Worum also geht es im Fußball? Es geht darum, dass wir als Zuschauende gemeinschaftlich an einer ganz einfachen wie unglaublich komplexen Geschichte teilhaben können, die für uns geschrieben wird und die wir selbst schreiben. Deswegen widmet sich diese Coaching Zone auch keiner eigentlichen Spielanalyse, sondern blickt vielmehr auf die Geschichte und die Geschichten der EM, um die es im gestrigen Spiel auch und eigentlich ging. Birgit Prinzist die kantige Heldin dieser Geschichte(n), die immer wieder betont, dass sie keine Projektionsfläche sein möchte. Sie würde nie ihre schwarz-rot-gold lackierten Fingernägel in die BILD halten (Bajramaj/Mittag) und gleicht auch sonst wenig den inzwischen herangewachsenen Vorzeigefrauen des deutschen Frauenfußballs. Das scheinen Gründe, weshalb zwischen Presse und ihr, Zuschauern und ihr eine Art Hassliebe existiert, die mal in die eine, mal in die andere Richtung ausschlägt. Doch das sind die wirklichen Helden.

Ob sie bei der WM noch einmal dabei sein wird? Eins ist jedenfalls klar: Eine wie sie wird es so schnell nicht mehr geben.

Es gibt nur eine Birgit Prinz. Das soll mein Schlusspunkt hinter dieser EM sein.

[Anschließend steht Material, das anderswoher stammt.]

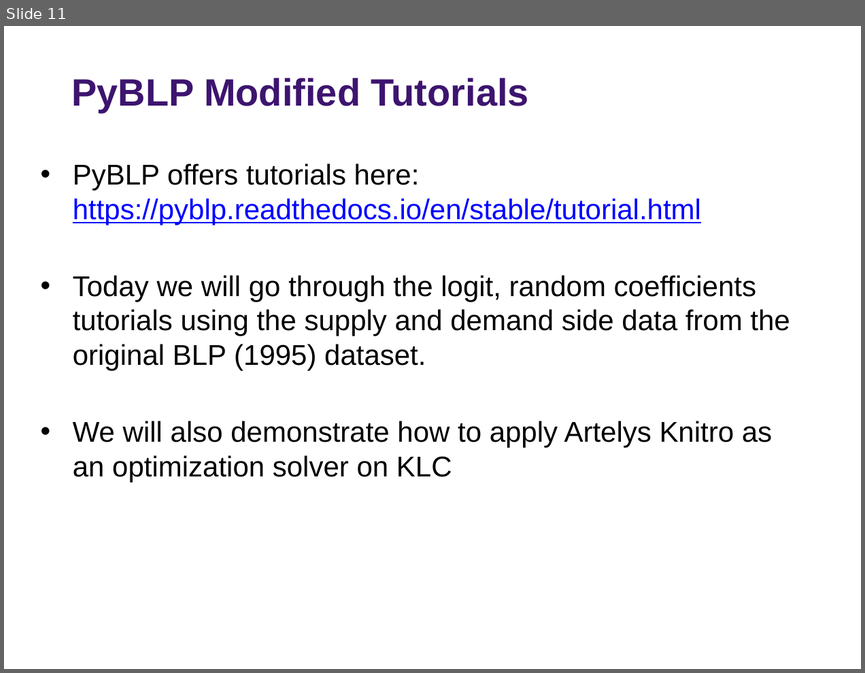
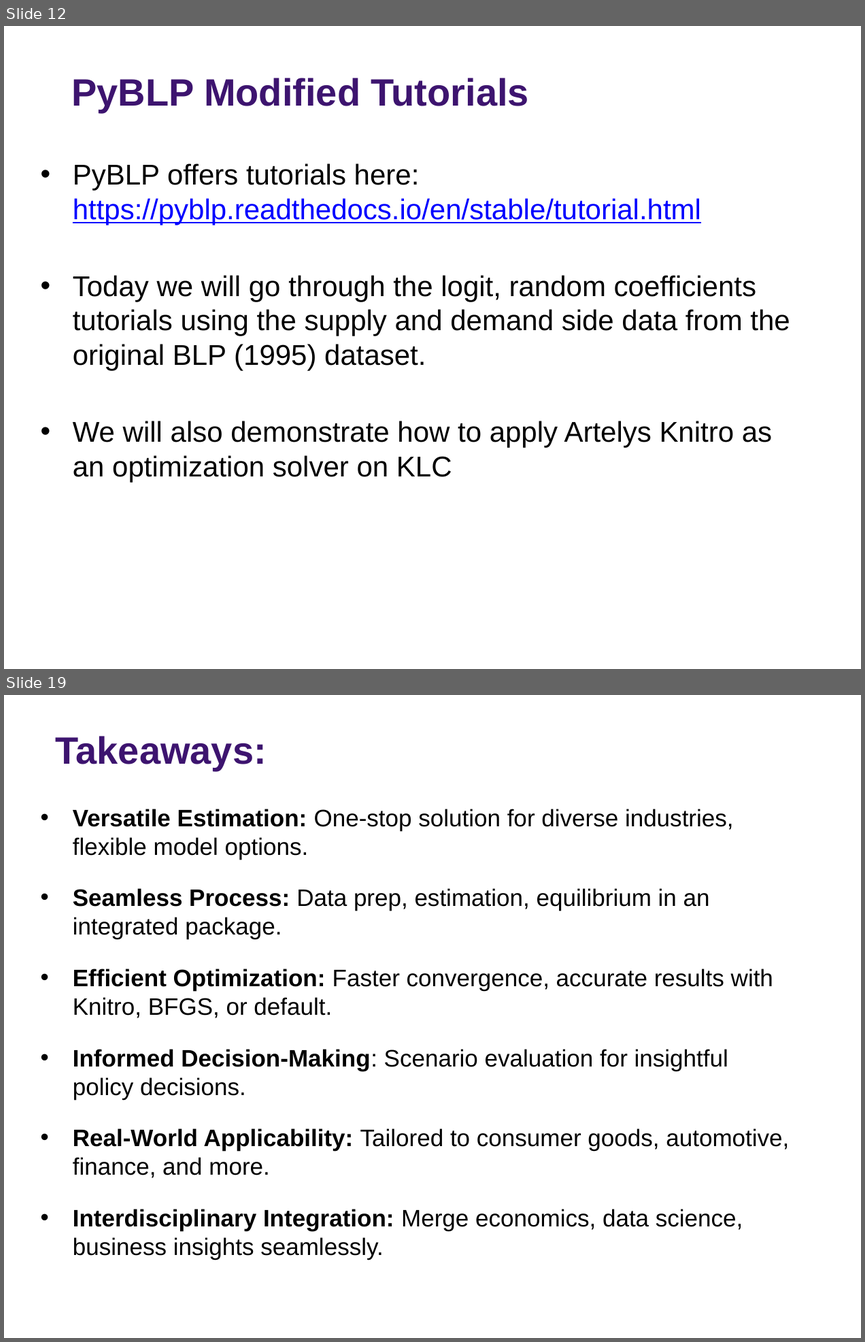
Before and after one commit to rs-kellogg/2023-phd-workshop, a slide deck: session-5-pyblp/Session 5 - PyBLP.pptx. Shown one above the other, each under a label of ours: slide 11 before the commit, slides 12 and 19 after it; the slides between them are not shown. The pictures are 865x673 and 865x1342 pixels, drawn with LibreOffice and Linux fonts; fonts in the diff are those of the drawing; background and template pictures are left out. Boxes give left, top, right and bottom in pixels: in the first picture for what was removed or moved away, otherwise in the second. Text is boxed around its words. In the diff, an @@ line names an element or a change of style, - is before the commit and + after.

```diff
--- a/session-5-pyblp/Session 5 - PyBLP.pptx
+++ b/session-5-pyblp/Session 5 - PyBLP.pptx
@@ slide 19 added at box(4, 695, 861, 1338), background picture (left out) @@
@@ title added at box(56, 736, 266, 770), 32 pt, text #3D146F, bold @@
+Takeaways:
@@ text added at box(73, 809, 789, 1231), 20 pt, text #000000 @@
+• Versatile Estimation: One-stop solution for diverse industries, flexible model options.
+• Seamless Process: Data prep, estimation, equilibrium in an integrated package.
+• Efficient Optimization: Faster convergence, accurate results with Knitro, BFGS, or default.
+• Informed Decision-Making: Scenario evaluation for insightful policy decisions.
+• Real-World Applicability: Tailored to consumer goods, automotive, finance, and more.
+• Interdisciplinary Integration: Merge economics, data science, business insights seamlessly.
@@ page number added at box(818, 1305, 857, 1338), 10 pt, text #FFFFFF @@
+19
@@ what was slide 11 is now slide 12 @@
```
Also in this commit, not shown: 7 slides changed, 3 other slides added, 1 slide removed.

Dienstag, 8. September 2009

Coaching Zone: Deutschland - Norwegen

Mit einem 3:1 hat die deutsche Frauen-Nationalmannschaft gegen Norwegen gewonnen und wird im Finale England gegenübertreten. Gestern um 19:45 konnte man sich endlich froh erschöpft zurücklehnen und sagen:
das hat wirklich Spaß gemacht!

Sicher mag mancher einwenden, dass die Titelverteidigerinnen ihr Potential nicht ausschöpften, insbesondere die ersten 45 Minuten sahen nach allem anderen als gutem Fußball aus. Und doch war dieses Spiel so anders als die letzten. Es war nicht mehr so sehr ein Arbeitssieg als ein emotionaler Kampf (ein bißchen auch gegen sich selber).

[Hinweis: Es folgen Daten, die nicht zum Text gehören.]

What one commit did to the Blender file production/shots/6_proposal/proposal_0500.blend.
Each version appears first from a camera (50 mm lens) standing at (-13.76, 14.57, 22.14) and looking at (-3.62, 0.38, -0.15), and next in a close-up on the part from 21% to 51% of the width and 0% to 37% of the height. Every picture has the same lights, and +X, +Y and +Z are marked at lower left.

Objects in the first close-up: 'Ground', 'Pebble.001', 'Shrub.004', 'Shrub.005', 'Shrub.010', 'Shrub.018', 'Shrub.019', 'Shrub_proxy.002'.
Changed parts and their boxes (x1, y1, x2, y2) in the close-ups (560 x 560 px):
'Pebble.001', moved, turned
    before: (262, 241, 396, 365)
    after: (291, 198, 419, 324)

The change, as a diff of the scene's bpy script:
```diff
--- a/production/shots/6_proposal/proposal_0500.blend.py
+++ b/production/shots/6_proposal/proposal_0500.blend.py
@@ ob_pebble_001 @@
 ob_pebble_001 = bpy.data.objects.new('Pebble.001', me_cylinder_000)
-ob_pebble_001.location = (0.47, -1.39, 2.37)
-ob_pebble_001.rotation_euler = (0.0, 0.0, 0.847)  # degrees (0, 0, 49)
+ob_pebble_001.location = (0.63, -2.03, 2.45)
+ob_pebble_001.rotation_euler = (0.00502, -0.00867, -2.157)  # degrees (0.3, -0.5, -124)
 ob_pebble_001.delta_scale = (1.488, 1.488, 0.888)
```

Vielleicht verdankt sich der Spaß an diesem Spiel etwas, was man mit einer guten Dramaturgie beschreiben könnte. So ähnlich wie ein spannender Bogen von Qual, Elend und Antipathie zu Freude, Ekstase und Sympathie. Unglück, Glück und sogar ein glückliches Ende - das ist echte Katharsis!

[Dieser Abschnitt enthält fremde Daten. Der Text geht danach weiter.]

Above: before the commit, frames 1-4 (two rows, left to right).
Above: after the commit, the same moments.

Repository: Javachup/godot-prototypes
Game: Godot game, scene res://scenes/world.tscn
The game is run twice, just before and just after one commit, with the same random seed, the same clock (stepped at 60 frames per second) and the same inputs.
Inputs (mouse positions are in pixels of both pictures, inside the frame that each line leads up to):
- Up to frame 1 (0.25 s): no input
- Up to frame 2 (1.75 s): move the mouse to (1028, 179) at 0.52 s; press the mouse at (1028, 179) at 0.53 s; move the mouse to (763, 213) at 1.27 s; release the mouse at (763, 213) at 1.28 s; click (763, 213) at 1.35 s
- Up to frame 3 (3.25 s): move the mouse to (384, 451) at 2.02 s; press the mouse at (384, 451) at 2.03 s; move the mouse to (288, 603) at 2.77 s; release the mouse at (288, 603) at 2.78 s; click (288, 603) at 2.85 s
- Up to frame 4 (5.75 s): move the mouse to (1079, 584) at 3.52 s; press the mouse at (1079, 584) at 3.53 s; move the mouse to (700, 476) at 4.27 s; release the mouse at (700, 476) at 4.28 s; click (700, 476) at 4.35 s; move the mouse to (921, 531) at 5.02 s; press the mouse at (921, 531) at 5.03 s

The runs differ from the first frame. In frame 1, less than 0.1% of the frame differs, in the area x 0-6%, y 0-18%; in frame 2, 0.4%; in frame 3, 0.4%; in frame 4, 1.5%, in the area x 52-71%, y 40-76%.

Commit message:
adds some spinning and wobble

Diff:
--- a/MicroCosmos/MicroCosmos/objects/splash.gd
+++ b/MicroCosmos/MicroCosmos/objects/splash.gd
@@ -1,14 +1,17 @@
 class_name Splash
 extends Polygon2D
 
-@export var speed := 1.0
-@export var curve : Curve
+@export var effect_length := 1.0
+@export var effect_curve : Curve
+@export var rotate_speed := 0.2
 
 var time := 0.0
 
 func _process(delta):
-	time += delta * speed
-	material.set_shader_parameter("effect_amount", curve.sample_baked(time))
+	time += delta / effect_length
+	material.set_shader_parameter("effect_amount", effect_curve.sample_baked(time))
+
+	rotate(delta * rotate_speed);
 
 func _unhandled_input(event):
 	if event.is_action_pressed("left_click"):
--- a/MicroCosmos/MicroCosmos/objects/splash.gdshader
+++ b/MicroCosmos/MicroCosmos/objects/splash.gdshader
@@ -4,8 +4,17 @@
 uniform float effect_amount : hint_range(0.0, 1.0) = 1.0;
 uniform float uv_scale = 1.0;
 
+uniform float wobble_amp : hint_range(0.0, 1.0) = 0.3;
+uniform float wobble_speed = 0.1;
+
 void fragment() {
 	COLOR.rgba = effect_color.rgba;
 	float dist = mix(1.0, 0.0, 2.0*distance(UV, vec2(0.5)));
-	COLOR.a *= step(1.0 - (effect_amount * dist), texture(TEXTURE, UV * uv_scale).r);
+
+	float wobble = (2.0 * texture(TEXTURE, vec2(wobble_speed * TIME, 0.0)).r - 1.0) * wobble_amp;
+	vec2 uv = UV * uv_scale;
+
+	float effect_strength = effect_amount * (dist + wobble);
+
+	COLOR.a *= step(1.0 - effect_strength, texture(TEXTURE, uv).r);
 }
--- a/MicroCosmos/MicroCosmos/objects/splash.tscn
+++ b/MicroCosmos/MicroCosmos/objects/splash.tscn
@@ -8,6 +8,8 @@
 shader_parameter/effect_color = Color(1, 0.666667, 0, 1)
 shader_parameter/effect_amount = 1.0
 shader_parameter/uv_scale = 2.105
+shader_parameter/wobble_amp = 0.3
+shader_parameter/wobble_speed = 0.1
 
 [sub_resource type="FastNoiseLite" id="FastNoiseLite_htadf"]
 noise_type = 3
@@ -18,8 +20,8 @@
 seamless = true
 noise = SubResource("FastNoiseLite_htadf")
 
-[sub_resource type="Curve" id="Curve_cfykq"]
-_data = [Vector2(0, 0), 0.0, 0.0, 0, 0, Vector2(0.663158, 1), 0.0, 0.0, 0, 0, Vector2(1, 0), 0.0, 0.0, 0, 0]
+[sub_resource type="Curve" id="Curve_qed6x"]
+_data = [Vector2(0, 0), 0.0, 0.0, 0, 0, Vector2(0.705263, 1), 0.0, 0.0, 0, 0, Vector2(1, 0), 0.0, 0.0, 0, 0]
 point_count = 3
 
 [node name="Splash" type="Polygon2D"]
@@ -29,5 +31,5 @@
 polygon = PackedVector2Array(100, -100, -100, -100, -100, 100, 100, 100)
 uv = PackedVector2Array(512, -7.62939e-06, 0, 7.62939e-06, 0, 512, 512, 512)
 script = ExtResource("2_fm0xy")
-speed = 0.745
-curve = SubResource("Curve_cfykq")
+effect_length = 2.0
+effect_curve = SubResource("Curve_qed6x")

Was an diesem Spiel soviel Freude machen konnte: es hatte einfach alles!

Eine Halbzeit lang konnte man sich leidenschaftliche ärgern über die vielen Fehlpässe, die unnötigen Ballverluste in der eigenen Hälfte. Man konnte den Sympathieschmerz fühlen, wenn Inka Grings den zu steil gepassten Bällen hinterher sah. Man konnte sich lautstark fragen, wo eigentlich die Doppel6 und Birgit Prinz, wo Behringer und Garefrekes steckten. Das Herz blieb stehen bei jeder Standardsituation der Gegnerinnen in Furcht vor eklatanten Abwehrfehlern. Und zum ersten Mal seit sehr lange wurde einem wieder bewusst, was es heißt, wenn das eigenen Team unter Druck steht.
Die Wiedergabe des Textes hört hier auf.